The "book" was nothing like a modern book
the text was initially carved on the exterior of the deceased
person's sarcophagus, but was later written on papyrus now
known as scrolls and buried inside the sarcophagus with the
deceased, presumably so that it would be both portable and
close at hand. Other texts often accompanied the primary texts
including the hypocephalus (meaning 'under the head') which
was a primer version of the full text.
The Book of the Dead constituted as a collection of spells,
charms, passwords, numbers and magical formulas for the use
of the deceased in the afterlife. This described many of the
basic tenets of Egyptian
mythology. They were intended to guide the dead through
the various trials that they would encounter before reaching
the underworld. Knowledge of the appropriate spells was considered
essential to achieving happiness after death. Spells or enchantments
vary in distinctive ways between the texts of differing "mummies"
or sarcophagi, depending on the prominence and other class
factors of the deceased.
The Book of the Dead was usually illustrated with pictures
showing the tests to which the deceased would be subjected.
The most important was the weighing of the heart of the dead
person against Ma'at, or Truth (carried out by Anubis). The
god Thoth would record the results and the monster Ammit would
wait nearby to eat the heart should it prove unworthy.
The earliest known versions date from the 16th century BC
during the 18th Dynasty (ca. 1580 BC1350 BC).
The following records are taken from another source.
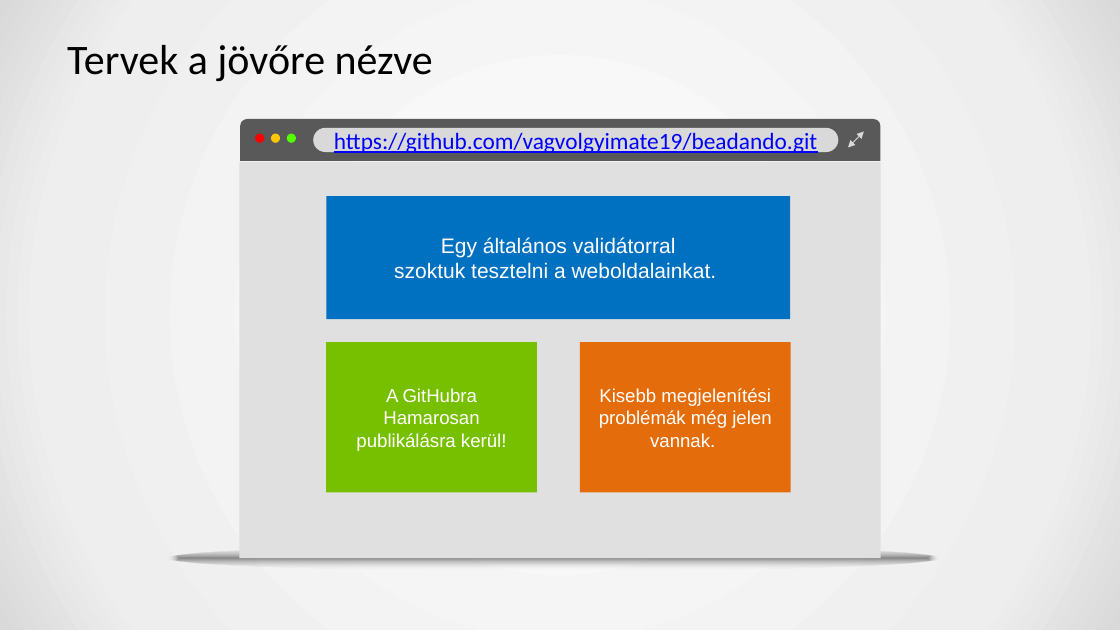
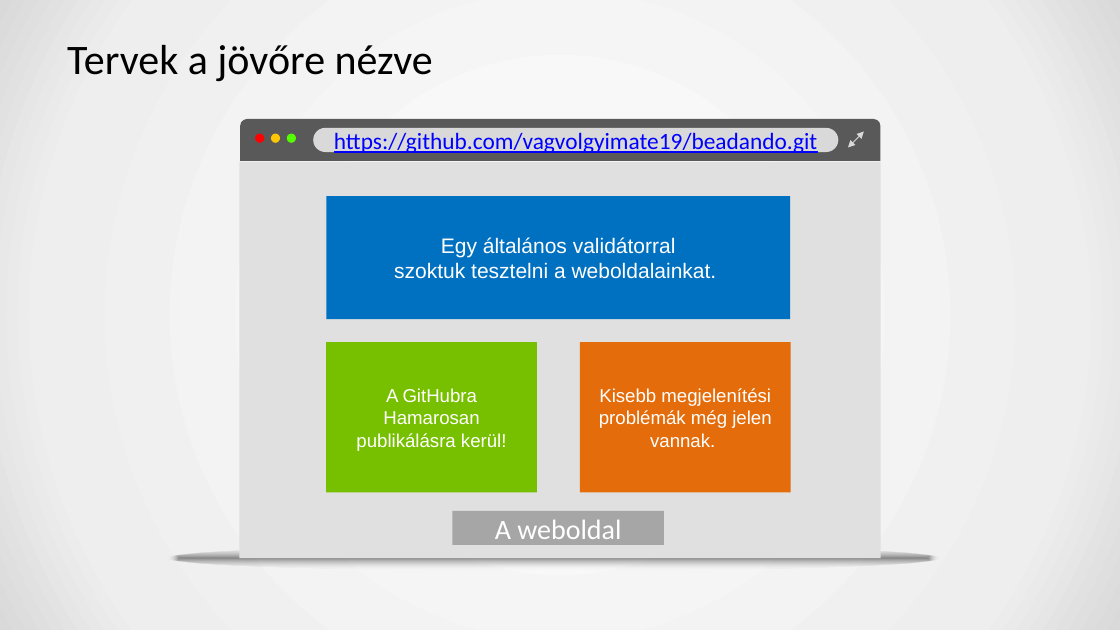
Before and after one commit to Palacsinta002/beadando.io, a slide deck: slide 3 of Dokumentáció.pptx. Drawn at 1120x630 pixels with LibreOffice and Linux fonts; fonts in the diff are those of the drawing. Boxes give left, top, right and bottom in pixels: in the first picture for what was removed or moved away, otherwise in the second. Text is boxed around its words. In the diff, an @@ line names an element or a change of style, - is before the commit and + after.

```diff
--- a/Dokumentáció.pptx
+++ b/Dokumentáció.pptx
@@ rectangle added at bbox=[452, 511, 664, 544], fill #A6A6A6, 24 pt, text #FFFFFF @@
+A weboldal
```
Also in this commit, not shown: 5 other slides changed, 1 slide removed.

It partly
incorporated two previous collections of Egyptian religious
literature, known as the Coffin Texts (ca. 2000 BC) and the
Pyramid Texts (ca. 2600 BC-2300 BC), both of which were eventually
superseded by the Book of the Dead.
The text was often individualized for the deceased person
- so no two copies contain the same text - however, "book"
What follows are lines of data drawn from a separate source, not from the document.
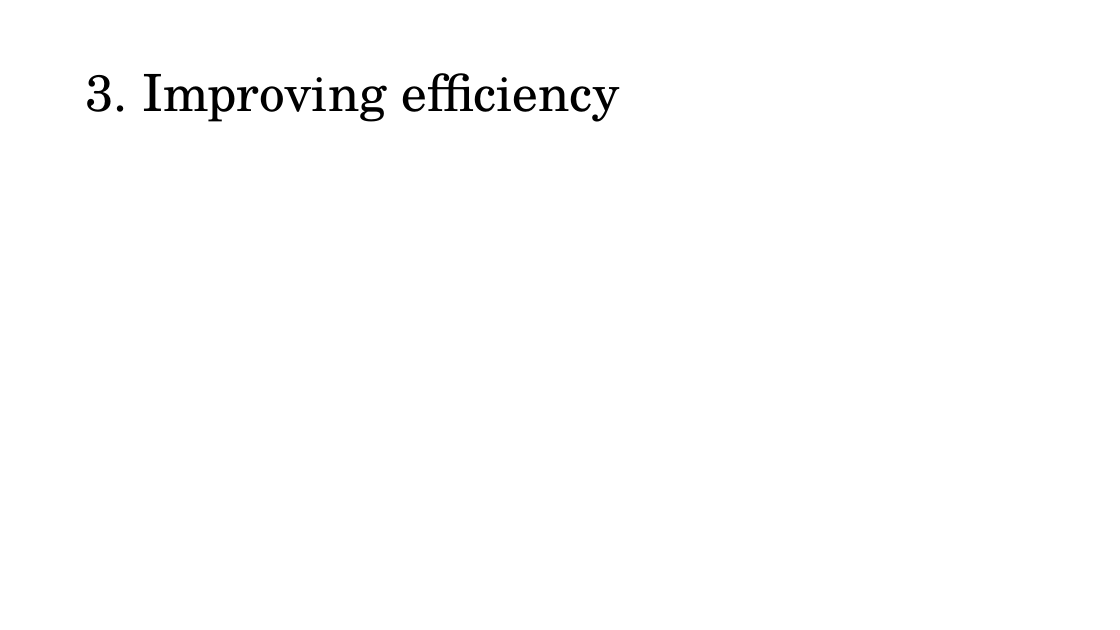
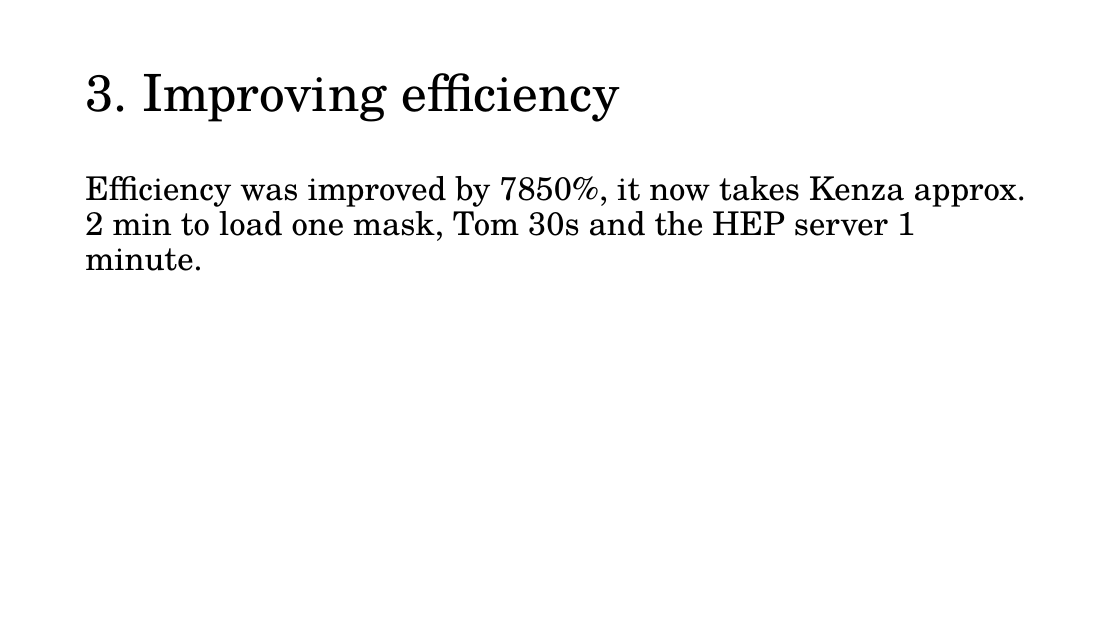
Before and after one commit to kenzaxtazi/cloud-id, a slide deck: slide 7 of Material_for_meeting_070119.pptx (slide 6 before the commit). Drawn at 1120x630 pixels with LibreOffice and Linux fonts; fonts in the diff are those of the drawing. Boxes give left, top, right and bottom in pixels: in the first picture for what was removed or moved away, otherwise in the second. Text is boxed around its words. In the diff, an @@ line names an element or a change of style, - is before the commit and + after.

```diff
--- a/Material_for_meeting_070119.pptx
+++ b/Material_for_meeting_070119.pptx
@@ text added at <box>85,176,1026,271</box>, 28 pt, text #000000 @@
+Efficiency was improved by 7850%, it now takes Kenza approx. 2 min to load one mask, Tom 30s and the HEP server 1 minute.
```
Also in this commit, not shown: 7 other slides changed, 1 slide added, 1 slide removed.

versions are generally categorized into four main divisions
the Heliopolitan version, which was edited by the priests
of the college of Annu (used from the 5th to the 11th dynasty
and on walls of tombs until about 200); the Theban version,
which contained hieroglyphics only (20th to the 28th dynasty);
a hieroglyphic and hieratic character version, closely related
to the Theban version, which had no fixed order of chapters
(used mainly in the 20th dynasty); and the Saite version which
has strict order (used after the 26th dynasty).